- _Information_:
*** Block opens ***

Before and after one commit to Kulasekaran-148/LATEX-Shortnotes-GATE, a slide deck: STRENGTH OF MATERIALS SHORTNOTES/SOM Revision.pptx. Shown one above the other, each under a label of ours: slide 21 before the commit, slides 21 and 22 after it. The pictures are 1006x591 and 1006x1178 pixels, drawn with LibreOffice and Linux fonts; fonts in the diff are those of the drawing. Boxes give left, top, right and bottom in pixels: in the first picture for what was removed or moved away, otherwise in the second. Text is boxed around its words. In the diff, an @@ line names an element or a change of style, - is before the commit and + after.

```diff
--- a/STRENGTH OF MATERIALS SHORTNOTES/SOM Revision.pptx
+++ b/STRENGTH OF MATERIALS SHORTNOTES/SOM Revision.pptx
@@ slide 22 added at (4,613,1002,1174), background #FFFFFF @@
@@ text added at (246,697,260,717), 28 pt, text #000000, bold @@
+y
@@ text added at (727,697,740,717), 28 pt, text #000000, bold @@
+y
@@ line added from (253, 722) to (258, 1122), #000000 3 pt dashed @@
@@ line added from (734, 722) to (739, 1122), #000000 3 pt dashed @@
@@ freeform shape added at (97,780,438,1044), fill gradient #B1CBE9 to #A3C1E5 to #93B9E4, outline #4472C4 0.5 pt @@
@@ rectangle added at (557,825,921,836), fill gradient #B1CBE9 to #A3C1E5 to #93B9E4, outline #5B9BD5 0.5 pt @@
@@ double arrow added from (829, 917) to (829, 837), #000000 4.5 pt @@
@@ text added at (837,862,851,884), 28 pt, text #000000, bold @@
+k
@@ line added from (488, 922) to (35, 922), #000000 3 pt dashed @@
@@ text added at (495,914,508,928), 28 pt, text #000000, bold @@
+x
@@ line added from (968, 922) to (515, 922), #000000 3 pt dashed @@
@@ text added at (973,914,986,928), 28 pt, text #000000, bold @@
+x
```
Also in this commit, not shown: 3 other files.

*** Block closes ***

- _What the task requires_:
What this task asks for is an exact copy of the material above.

- _Final answer_:
Before and after one commit to Kulasekaran-148/LATEX-Shortnotes-GATE, a slide deck: STRENGTH OF MATERIALS SHORTNOTES/SOM Revision.pptx. Shown one above the other, each under a label of ours: slide 21 before the commit, slides 21 and 22 after it. The pictures are 1006x591 and 1006x1178 pixels, drawn with LibreOffice and Linux fonts; fonts in the diff are those of the drawing. Boxes give left, top, right and bottom in pixels: in the first picture for what was removed or moved away, otherwise in the second. Text is boxed around its words. In the diff, an @@ line names an element or a change of style, - is before the commit and + after.

```diff
--- a/STRENGTH OF MATERIALS SHORTNOTES/SOM Revision.pptx
+++ b/STRENGTH OF MATERIALS SHORTNOTES/SOM Revision.pptx
@@ slide 22 added at (4,613,1002,1174), background #FFFFFF @@
@@ text added at (246,697,260,717), 28 pt, text #000000, bold @@
+y
@@ text added at (727,697,740,717), 28 pt, text #000000, bold @@
+y
@@ line added from (253, 722) to (258, 1122), #000000 3 pt dashed @@
@@ line added from (734, 722) to (739, 1122), #000000 3 pt dashed @@
@@ freeform shape added at (97,780,438,1044), fill gradient #B1CBE9 to #A3C1E5 to #93B9E4, outline #4472C4 0.5 pt @@
@@ rectangle added at (557,825,921,836), fill gradient #B1CBE9 to #A3C1E5 to #93B9E4, outline #5B9BD5 0.5 pt @@
@@ double arrow added from (829, 917) to (829, 837), #000000 4.5 pt @@
@@ text added at (837,862,851,884), 28 pt, text #000000, bold @@
+k
@@ line added from (488, 922) to (35, 922), #000000 3 pt dashed @@
@@ text added at (495,914,508,928), 28 pt, text #000000, bold @@
+x
@@ line added from (968, 922) to (515, 922), #000000 3 pt dashed @@
@@ text added at (973,914,986,928), 28 pt, text #000000, bold @@
+x
```
Also in this commit, not shown: 3 other files.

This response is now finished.